When we discussed this at the meeting is was agreed to change application/cbor to something more specific. The PR now use "application/cose-x509-chain". And has the text "When the application/cose-x509-chain media type is used, the data is a COSE_X509 structure containing a chain."

I just noticed that an IANA section registering the media type is missing. I will add that to the PR. But before I do that:

• Is application/cose-x509-chain the right thing?
• Or should it be application/cose-x509 allowing for both bag and chain?
• Or should there be two media types application/cose-x509-chain and application/cose-x509-bag?
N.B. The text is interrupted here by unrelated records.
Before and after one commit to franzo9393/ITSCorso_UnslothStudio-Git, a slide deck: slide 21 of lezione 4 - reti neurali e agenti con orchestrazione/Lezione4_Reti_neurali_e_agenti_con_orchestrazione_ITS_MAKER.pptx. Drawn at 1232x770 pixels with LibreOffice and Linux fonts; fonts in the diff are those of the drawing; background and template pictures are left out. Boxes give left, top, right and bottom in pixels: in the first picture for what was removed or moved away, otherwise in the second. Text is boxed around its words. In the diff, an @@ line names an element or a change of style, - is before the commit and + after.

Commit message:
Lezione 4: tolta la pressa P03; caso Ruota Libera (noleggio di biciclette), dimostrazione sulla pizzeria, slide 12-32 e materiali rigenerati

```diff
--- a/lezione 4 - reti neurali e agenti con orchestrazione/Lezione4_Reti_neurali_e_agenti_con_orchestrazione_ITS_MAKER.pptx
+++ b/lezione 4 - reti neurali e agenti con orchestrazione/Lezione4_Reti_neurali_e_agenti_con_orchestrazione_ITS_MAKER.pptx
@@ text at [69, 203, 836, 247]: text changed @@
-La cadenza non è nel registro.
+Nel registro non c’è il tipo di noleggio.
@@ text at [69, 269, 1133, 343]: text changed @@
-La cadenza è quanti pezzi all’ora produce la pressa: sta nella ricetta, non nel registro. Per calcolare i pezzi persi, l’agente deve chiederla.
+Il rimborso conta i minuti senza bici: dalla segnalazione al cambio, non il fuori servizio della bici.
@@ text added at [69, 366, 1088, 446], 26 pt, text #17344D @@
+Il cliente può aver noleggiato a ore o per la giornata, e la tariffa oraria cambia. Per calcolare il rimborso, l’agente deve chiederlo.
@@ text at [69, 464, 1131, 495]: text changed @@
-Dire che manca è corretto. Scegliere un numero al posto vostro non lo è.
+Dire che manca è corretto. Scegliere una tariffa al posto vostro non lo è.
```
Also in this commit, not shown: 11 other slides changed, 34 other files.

x5bag and x5chain separates bag and chain, while x5u could be either. Knowing that it is a chain simplifies processing, but removes the option to transfer additional certificates.

The current text states:

  The URI provided MUST provide integrity protection and server
  authentication.  For example, an HTTP or CoAP GET request to
  retrieve a certificate MUST use TLS [RFC8446] or DTLS
  [I-D.ietf-tls-dtls13].

If integrity is really needed here which I don't understand I suggest:

  The URI provided MUST provide integrity protection and server
  authentication.  For example, an HTTP or CoAP GET request to
  retrieve a certificate MAY use TLS [RFC8446], DTLS
  [I-D.ietf-tls-dtls13] or OSCORE [RFC8613].

Aren't x5chain, x5t and such header parameters?
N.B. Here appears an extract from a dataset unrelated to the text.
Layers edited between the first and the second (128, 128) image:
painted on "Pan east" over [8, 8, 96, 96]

JWS has almost the same header parameters at COSE (x5t, x5chain and x5u, but not x5bag). The semantics of them should be identical, unless there's a really good reason not to be. (EAT using JWT and CWT as semantically equivalent so issues like this pop up)

COSE X.509 is not very clear about determination of the end-entity cert. JWS is clear and explicit:

• x5t always refers to an end-entity
• In x5u the first cert is always the end-entity
• In x5c the first cert is always the end-entity

JWS uses the phrase "The certificate containing the public key corresponding to the key used to digitally sign” rather than "end-entity”. I prefer end-entity, but either is fine.

By contrast, COSE X.509 only explicitly says how the end-entity is determined for an x5chain. Nothing is said for x5t, x5bag or x5u.

Seems to me that COSE X.509 should be made identical to JWS for x5t, x5chain and x5u.

Then COSE has the add-on bonus of x5bag. x5bag never determines the end-entity since it is un ordered. You have to have an x5t, kid or some other means of knowing which in the x5bag is the end-entity. And it is OK that x5bag doesn’t even contain the end-entity.

About x5t:

The first element is an algorithm identifier which is
an integer or a string containing the hash algorithm identifier.

Should this be taken from the COSE Algorithm registry? if not necessarily, what value can it take?

The CDDL states

COSE_X509 = bstr / [ *certs: bstr ]

If I understand draft-ietf-cbor-cddl correctly, '*' means zero or more. Shouldn't it be

COSE_X509 = bstr / [ 2* certs: bstr ]

where 2* means two or more

the following text:

  *  If multiple certificates are conveyed, a CBOR array of bstrs is
     used.  Each certificate being in it's own slot.

about the "its own slot", confuses me. This seems to imply order. (I think this might be a copy-paste error).

Also minor "it's" -> "its" (here and in x5chain description)

It would be good to have a pointer to uri format definition (can be in terminology, but I'd prefer it after table 1 as that is where it appears first).